This is an old revision of the document!


Amazon S3

We have an Amazon account (registered under [email protected]) to access S3, Amazon's cloud storage.

Security Policy

There is only one access and one API key regardless of how many buckets you use. Because of this, do not use any scripts that upload or access the S3 storage on an untrusted server.

Storage Policy

Any data uploaded to Amazon S3 should be first encrypted using GPG.

Security Access

Here's an IAM policy for a new user to upload files to an S3 bucket.

{
  "Statement": [ {
    "Effect": "Allow",
    "Action": "s3:ListBucket",
    "Resource": "arn:aws:s3:::dtrike-backups", 
    "Condition": {
    }
  }, {
    "Effect": "Allow",
    "Action": [ 
      "s3:PutObject",
      "s3:GetObject",
      "s3:DeleteObject"
    ],
    "Resource": "arn:aws:s3:::dtrike-backups/*", 
    "Condition": {}
  } ]
}

Creating a Backups Bucket

This is to setup a single bucket and a single user for backups for one server.
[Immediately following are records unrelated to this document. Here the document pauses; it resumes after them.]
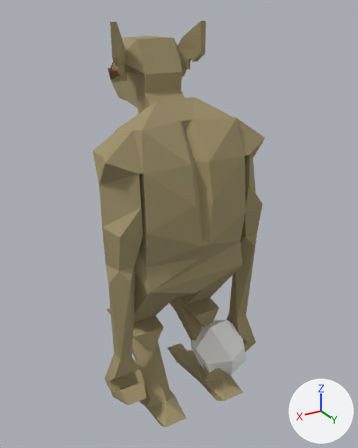
The glTF model public/assets/enemies-gltf/thrower_troll.glb: old version first, new version second.
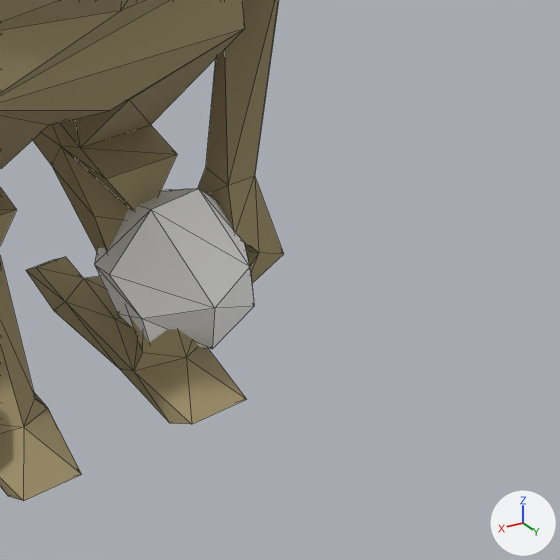
The first picture shows the older version from a 50 mm camera at (127.0, 218.0, 215.0) aimed at (-6.0, -5.0, 104.0). The close-ups show the older and then the newer version on the part from 44% to 98% of the width and 57% to 100% of the height of that picture. Only the edits that show in the close-ups are written down. Arrows for +X, +Y and +Z are at lower right; the lights stay in place. The close-ups show mesh edges as thin lines. Vertices at exactly the same position are counted once.
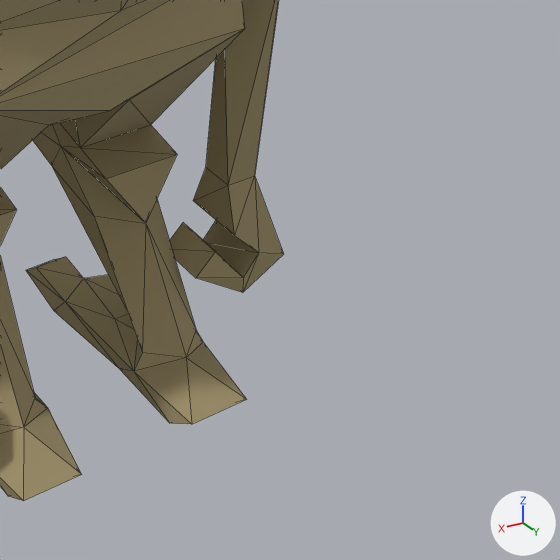
Pixel boxes (x1, y1, x2, y2) of what changed, in the close-ups (560 x 560 px):
part 1 of me_mesh_0, deleted
    before: (94, 189, 254, 349)
part 2 of me_mesh_0, surface changed
    both: (94, 186, 255, 352)

The change, as a list of edits to the scene's bpy script:
```text
Change me_mesh_0:
    used by ob_mesh_0; location = (0.0, 0.0, 0.0)
    remove me_mesh_0.from_pydata(...)  # 374 vertices, 720 faces; spans x -49.0..47.0, y -53.0..37.0, z -1.0..210.0
    add me_mesh_0.from_pydata(...)  # 355 vertices, 682 faces; spans x -49.0..47.0, y -53.0..37.0, z -1.0..210.0
    me_mesh_0 part 1: the loose piece of 21 vertices spanning x -40.0..-8.0, y -7.0..30.0, z 5.0..43.0 is deleted
    me_mesh_0 part 2: 676 kept faces spanning x -49.0..47.0, y -53.0..37.0, z -1.0..210.0 get new texture (UV) coordinates
    other edits to the shape of me_mesh_0 do not show in these pictures
```

First, create an Amazon S3 bucket. Name syntax should be: dtrike-backups-<server>

Second, create a new IAM user. Name syntax should be: backups-<server> Generate a user Access Key ID and Secret Access Key and download them. Add the user to the Backups group (no real reason, other than to keep users organized).

Third, select the user, change the permissions, and create a user policy. Name the policy the same as the username.

Create a custom policy, and use the example above, renaming the bucket. The permissions will let you upload, download, and delete files on the bucket.

Once that's done, setup either backup-manager or s3cmd to transfer files.